Perlambatan pertumbuhan secara global, dan perang perdagangan jepang dengan Amerika Serikat serta terjadinya konflik atas kepergian Inggris dari Uni Eropa telah memaksa banyak pembuat kebijakan untuk beralih sikap yang tidak pasti selama beberapa bulan terakhir.
Jepang berada dalam situasi yang sama seperti sebagian besar negara-negara di dunia, di mana pabrik-pabrik telah berhenti dan kepercayaan bisnis telah anjlok di tengah meningkatnya ketidakpastian ekonomi global.

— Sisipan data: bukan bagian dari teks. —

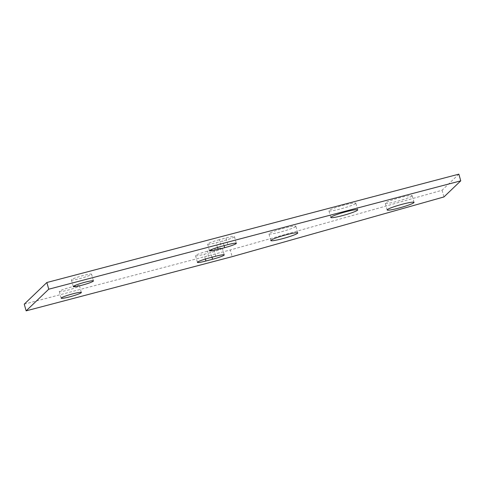 <?xml version="1.0" encoding="UTF-8"?>
<svg xmlns="http://www.w3.org/2000/svg" width="485" height="485" viewBox="0 0 485 485"><rect width="100%" height="100%" fill="white"/><g stroke="black" fill="none" stroke-linecap="round" stroke-linejoin="round"><path stroke-width="0.36" stroke-dasharray="2.42 1.82" d="M24.25 304.156L230.266 249.969L232.157 256.662M458.858 174.151L442.047 190.247L230.266 249.969M442.047 190.247L443.945 196.94M91.441 274.437A10.482 1.043 164.2 0 0 91.562 274.201A10.482 1.043 164.2 0 0 81.189 276.056A10.482 1.043 164.2 0 0 71.386 279.912A10.482 1.043 164.2 0 0 80.825 278.317A10.482 1.043 164.2 0 0 91.441 274.437M79.352 286.011A10.482 1.043 164.2 0 0 79.467 285.78A10.482 1.043 164.2 0 0 69.1 287.629A10.482 1.043 164.2 0 0 59.291 291.491A10.482 1.043 164.2 0 0 68.731 289.897A10.482 1.043 164.2 0 0 79.352 286.011M207.192 251.291A10.482 1.043 164.2 0 0 195.528 255.656A10.482 1.043 164.2 0 0 204.039 254.316L210.684 252.564A10.482 1.043 164.2 0 0 222.354 248.199A10.482 1.043 164.2 0 0 213.843 249.545L207.192 251.291L209.09 257.984M219.287 239.717A10.482 1.043 164.2 0 0 207.622 244.082A10.482 1.043 164.2 0 0 216.134 242.736L222.779 240.99A10.482 1.043 164.2 0 0 234.443 236.625A10.482 1.043 164.2 0 0 225.931 237.971L219.287 239.717L221.178 246.41M411.989 195.97A13.98 1.388 -15.8 0 1 397.833 201.148A13.98 1.388 -15.8 0 1 385.248 203.276A13.98 1.388 -15.8 0 1 398.324 198.129A13.98 1.388 -15.8 0 1 412.153 195.661A13.98 1.388 -15.8 0 1 411.989 195.97M355.65 203.488A13.98 1.388 -15.8 0 1 341.495 208.665A13.98 1.388 -15.8 0 1 328.909 210.787A13.98 1.388 -15.8 0 1 341.98 205.646A13.98 1.388 -15.8 0 1 355.808 203.179A13.98 1.388 -15.8 0 1 355.65 203.488M295.692 226.556A13.98 1.388 -15.8 0 1 281.536 231.733A13.98 1.388 -15.8 0 1 268.951 233.861A13.98 1.388 -15.8 0 1 282.021 228.72A13.98 1.388 -15.8 0 1 295.85 226.246A13.98 1.388 -15.8 0 1 295.692 226.556M227.823 244.658L225.931 237.971M217.468 247.459L216.134 242.736M224.094 245.64L222.779 240.99M215.734 256.238L213.843 249.545M205.379 259.038L204.039 254.316M212.006 257.22L210.684 252.564M71.386 279.912L73.277 286.605M91.562 274.201L93.453 280.894M207.622 244.082L209.514 250.775M234.443 236.625L236.334 243.318M195.528 255.656L197.425 262.349M222.354 248.199L224.246 254.892M59.291 291.491L61.189 298.178M79.467 285.78L81.365 292.473M414.044 202.354L412.153 195.661M387.145 209.969L385.248 203.276M357.706 209.872L355.808 203.179M330.8 217.48L328.909 210.787M297.748 232.939L295.85 226.246M270.842 240.554L268.951 233.861"/><path stroke-width="0.73" d="M26.141 310.849L232.157 256.662L443.945 196.94L460.75 180.844L48.749 289.205L26.141 310.849L24.25 304.156L46.857 282.512L458.858 174.151L460.75 180.844M93.332 281.13A10.482 1.043 164.2 0 0 93.453 280.894A10.482 1.043 164.2 0 0 83.08 282.749A10.482 1.043 164.2 0 0 73.277 286.605A10.482 1.043 164.2 0 0 82.717 285.01A10.482 1.043 164.2 0 0 93.332 281.13M224.67 247.683L218.026 249.429A10.482 1.043 164.2 0 1 209.514 250.775A10.482 1.043 164.2 0 1 221.178 246.41L227.823 244.658A10.482 1.043 164.2 0 1 236.334 243.318A10.482 1.043 164.2 0 1 224.67 247.683L224.094 245.64M212.582 259.257L205.937 261.003A10.482 1.043 164.2 0 1 197.425 262.349A10.482 1.043 164.2 0 1 209.09 257.984L215.734 256.238A10.482 1.043 164.2 0 1 224.246 254.892A10.482 1.043 164.2 0 1 212.582 259.257L212.006 257.22M81.244 292.704A10.482 1.043 164.2 0 0 81.365 292.473A10.482 1.043 164.2 0 0 70.992 294.322A10.482 1.043 164.2 0 0 61.189 298.178A10.482 1.043 164.2 0 0 70.628 296.59A10.482 1.043 164.2 0 0 81.244 292.704M413.887 202.663A13.98 1.388 -15.8 0 1 399.725 207.841A13.98 1.388 -15.8 0 1 387.145 209.969A13.98 1.388 -15.8 0 1 400.216 204.822A13.98 1.388 -15.8 0 1 414.044 202.354A13.98 1.388 -15.8 0 1 413.887 202.663M357.542 210.181A13.98 1.388 -15.8 0 1 343.386 215.358A13.98 1.388 -15.8 0 1 330.8 217.48A13.98 1.388 -15.8 0 1 343.871 212.339A13.98 1.388 -15.8 0 1 357.706 209.872A13.98 1.388 -15.8 0 1 357.542 210.181M297.584 233.249A13.98 1.388 -15.8 0 1 283.428 238.426A13.98 1.388 -15.8 0 1 270.842 240.554A13.98 1.388 -15.8 0 1 283.913 235.413A13.98 1.388 -15.8 0 1 297.748 232.939A13.98 1.388 -15.8 0 1 297.584 233.249M48.749 289.205L46.857 282.512M218.026 249.429L217.468 247.459M205.937 261.003L205.379 259.038"/></g></svg>

Dikutip dari Reuters, Data Kementerian Keuangan menunjukkan di bulan februari penurunan lebih dari 0,9 % , Sedangkan pada hari Senin 18 maret 2019 ekspor turun 1,2 % dari tahun ke tahun, yang diperkirakan oleh para ekonom dalam jajak pendapat.
Ini mengikuti penurunan tajam 8,4 % dari tahun ke tahun sejak Januari, menandai penurunan bulan ketiga berturut-turut karena penurunan pengiriman mobil, baja, dan peralatan produksi semikonduktor.
Ekspor ke negara-negara maju seperti Amerika Serikat dan Eropa masih tetap kuat, tetapi pengiriman China dan Asia turun,” kata Takeshi Minami, kepala ekonom di Norinchukin Research Institute.
Ekspor akan tetap berada dalam tren menurun untuk saat ini, yang dapat membatasi pengeluaran modal dan upah. Ekonomi domestik akan menghadapi situasi yang parah menjelang kenaikan pajak penjualan Oktober mendatang.
Baru-baru ini rilis Data perdagangan sejumlah indikator mengalami penurunan, seperti output pabrik dan ukuran utama pengeluaran modal, yang telah meningkatkan kekhawatiran bahwa rekor pertumbuhan Jepang pasca perang mungkin akan berakhir.
Bank jepang pekan lalu memangkas pandangannya pada ekspor dan output, sambil menjaga kebijakan agar tidak berubah. Namun, pelemahan ekspor yang meluas berdampak pada pengangguran, terutama karena inflasi masih berada di luar target 2 % dan tekanan pada bisnis dan konsumen terus meningkat.
Pekan lalu pasca menentukan kebijakan Dalam konferensi pers, Gubernur BOJ Haruhiko Kuroda mengakui tantangan ekonomi yang dihadapi tidak memberikan indikasi akan ada stimulus tambahan. Tetapi Kuroda mungkin harus mengubah taktik dalam menghadapi serangkaian indikator ekonomi yang sedang lemah.
Banyak pihak di BOJ berharap ekonomi Jepang akan muncul dari soft patch saat ini di paruh kedua tahun ini, dengan asumsi rencana stimulus China dapat menghidupkan kembali permintaan di sana.
Kekhawatiran terbesar di antara para pembuat kebijakan BOJ adalah bahwa pelemahan ekspor dan output akan merusak sentimen perusahaan, mendorong perusahaan untuk menunda pengeluaran modal dan kenaikan upah.